The eye consist of several protective layers and cavities. The outer layer consists of the sclera and the cornea. The front part of the sclera is covered by a transparent membrane called conjunctiva, involved in protecting the eyes and lining the inside of the eyelids. The cornea is a dome-shaped structure in the front of the eye that encloses the anterior chamber of the eye. It is transparent, allowing light to enter the eye, and along with the lens helps focus and direct light onto the retina.
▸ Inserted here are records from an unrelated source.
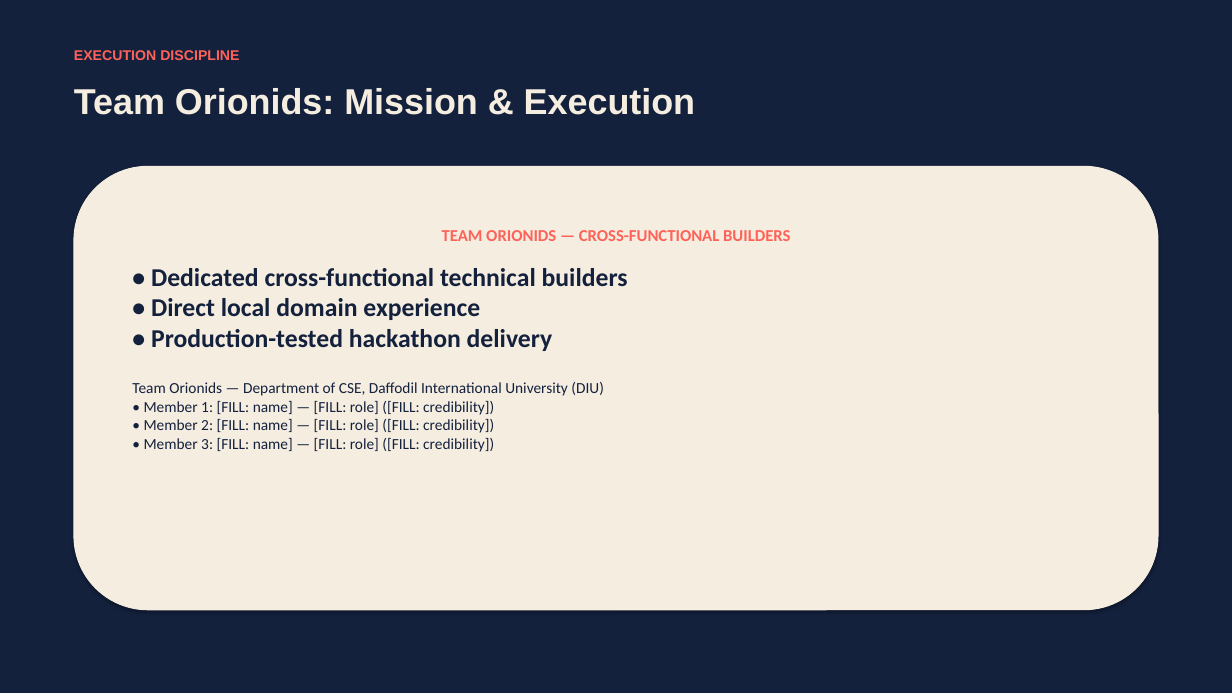
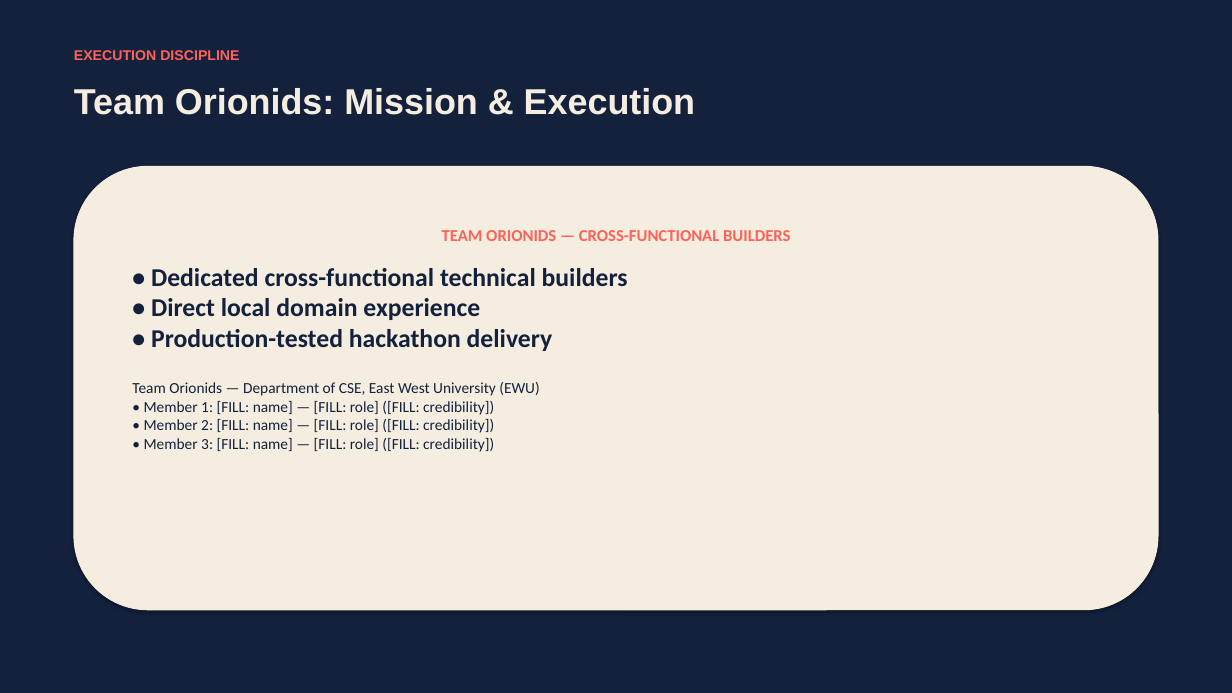
Before and after one commit to rahat4528/prohori-ai, a slide deck: slide 7 of docs/Prohori_AI_Pitch_Deck.pptx. Drawn at 1232x693 pixels with LibreOffice and Linux fonts; fonts in the diff are those of the drawing. Boxes give left, top, right and bottom in pixels: in the first picture for what was removed or moved away, otherwise in the second. Text is boxed around its words. In the diff, an @@ line names an element or a change of style, - is before the commit and + after.

Commit message:
docs: correct academic institution to East West University with DIU as competition host venue

```diff
--- a/docs/Prohori_AI_Pitch_Deck.pptx
+++ b/docs/Prohori_AI_Pitch_Deck.pptx
@@ text in rounded rectangle at [132, 382, 539, 452]: text changed @@
-Team Orionids — Department of CSE, Daffodil International University (DIU)
-• Member 1: [FILL: name] — [FILL: role] ([FILL: credibility])
-• Member 2: [FILL: name] — [FILL: role] ([FILL: credibility])
-• Member 3: [FILL: name] — [FILL: role] ([FILL: credibility])
+Team Orionids — Department of CSE, East West University (EWU)
+• Member 1: [FILL: name] — [FILL: role] ([FILL: credibility])
+• Member 2: [FILL: name] — [FILL: role] ([FILL: credibility])
+• Member 3: [FILL: name] — [FILL: role] ([FILL: credibility])
```
Also in this commit, not shown: 14 other files.

The middle layer of the eye includes the iris, the ciliary body, the lens and the choroid. The iris gives a person’s distinct eye colour, controls the size of the pupil and hence the amount of light entering the eye. It separates the anterior and posterior chambers in the front part of the eye. These chambers contain the aqueous humour, which is important in nourishing the lens and cornea. The lens is a shear, flexible structure, which changes its shape and hence participate in focusing one’s vision on close or distant objects. The vitreous humor is a jelly-like substance that fills the back portion of the eye. It has a structural function and is involved in maintaining the eye’s shape, but also helps transmitting the light to the retina. The choroid is a membrane found between the sclera and the retina. It lines the back of the eye and is rich in blood vessels. It is highly pigmented in order to absorb light and prevent scattering.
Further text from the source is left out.